Items from a data source
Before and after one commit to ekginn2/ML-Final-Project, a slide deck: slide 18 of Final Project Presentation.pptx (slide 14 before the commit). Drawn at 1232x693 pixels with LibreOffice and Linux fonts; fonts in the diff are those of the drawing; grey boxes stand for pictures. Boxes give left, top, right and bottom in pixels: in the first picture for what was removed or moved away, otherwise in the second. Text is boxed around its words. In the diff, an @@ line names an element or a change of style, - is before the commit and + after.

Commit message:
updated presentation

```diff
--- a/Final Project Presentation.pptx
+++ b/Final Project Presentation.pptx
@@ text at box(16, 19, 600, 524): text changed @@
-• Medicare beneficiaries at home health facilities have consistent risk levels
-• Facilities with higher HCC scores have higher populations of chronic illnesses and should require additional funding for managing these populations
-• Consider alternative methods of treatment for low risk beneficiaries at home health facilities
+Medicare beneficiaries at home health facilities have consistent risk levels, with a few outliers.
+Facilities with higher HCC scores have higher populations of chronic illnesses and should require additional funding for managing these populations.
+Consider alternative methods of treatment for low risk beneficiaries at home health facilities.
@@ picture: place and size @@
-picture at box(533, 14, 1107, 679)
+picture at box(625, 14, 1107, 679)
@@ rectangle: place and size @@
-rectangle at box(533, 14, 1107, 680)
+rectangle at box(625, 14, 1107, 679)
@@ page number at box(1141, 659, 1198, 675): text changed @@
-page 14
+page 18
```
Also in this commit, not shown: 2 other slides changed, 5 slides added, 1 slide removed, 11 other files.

---

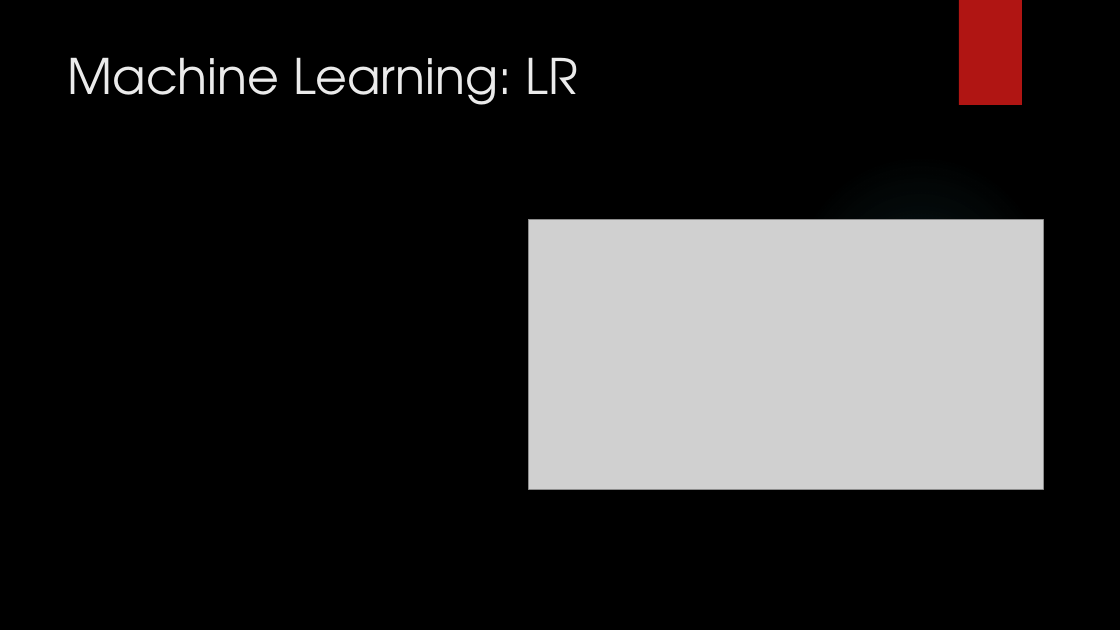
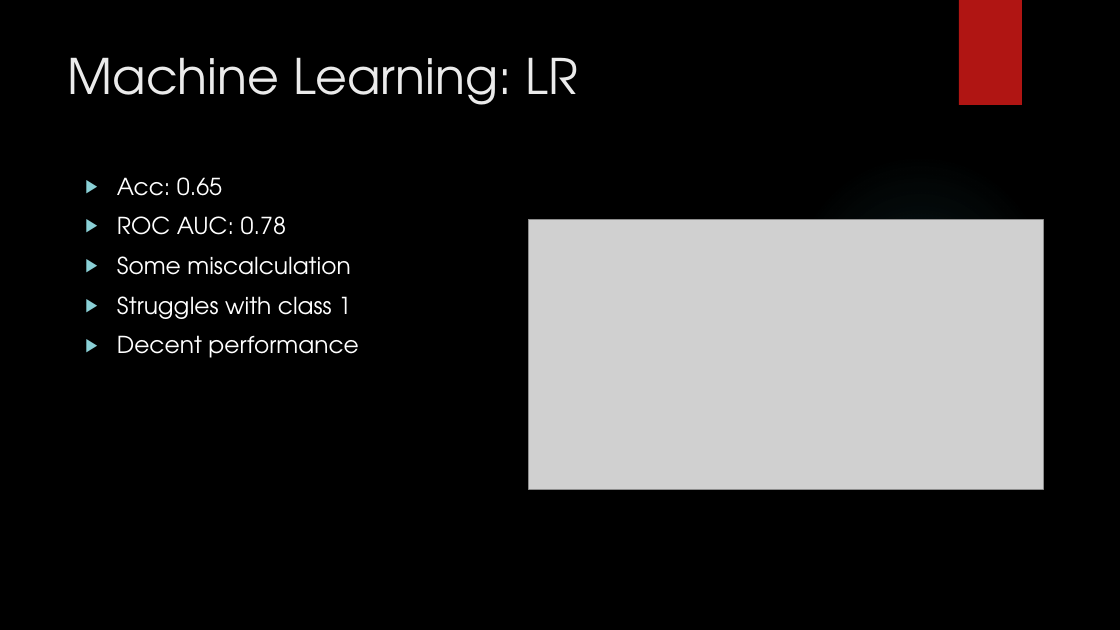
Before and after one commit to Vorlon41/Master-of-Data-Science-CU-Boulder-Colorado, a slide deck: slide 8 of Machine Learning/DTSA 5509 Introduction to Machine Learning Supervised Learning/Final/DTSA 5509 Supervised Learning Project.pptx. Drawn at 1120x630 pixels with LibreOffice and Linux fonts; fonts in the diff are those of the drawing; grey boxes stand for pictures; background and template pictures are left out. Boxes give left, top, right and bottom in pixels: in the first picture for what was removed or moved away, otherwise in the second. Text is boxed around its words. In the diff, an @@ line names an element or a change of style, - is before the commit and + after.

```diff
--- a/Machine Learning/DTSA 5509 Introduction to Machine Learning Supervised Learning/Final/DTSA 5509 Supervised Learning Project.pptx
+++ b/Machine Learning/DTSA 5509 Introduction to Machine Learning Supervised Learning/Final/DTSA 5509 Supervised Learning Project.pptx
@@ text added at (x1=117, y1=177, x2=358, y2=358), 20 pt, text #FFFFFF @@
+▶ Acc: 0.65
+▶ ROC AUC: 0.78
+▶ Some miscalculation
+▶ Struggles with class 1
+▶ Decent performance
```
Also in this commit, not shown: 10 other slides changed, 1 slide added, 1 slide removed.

■ **Prompt**
Among the lines above, find those holding "populations" and copy each one.

■ **Finished task**
-• Facilities with higher HCC scores have higher populations of chronic illnesses and should require additional funding for managing these populations
+Facilities with higher HCC scores have higher populations of chronic illnesses and should require additional funding for managing these populations.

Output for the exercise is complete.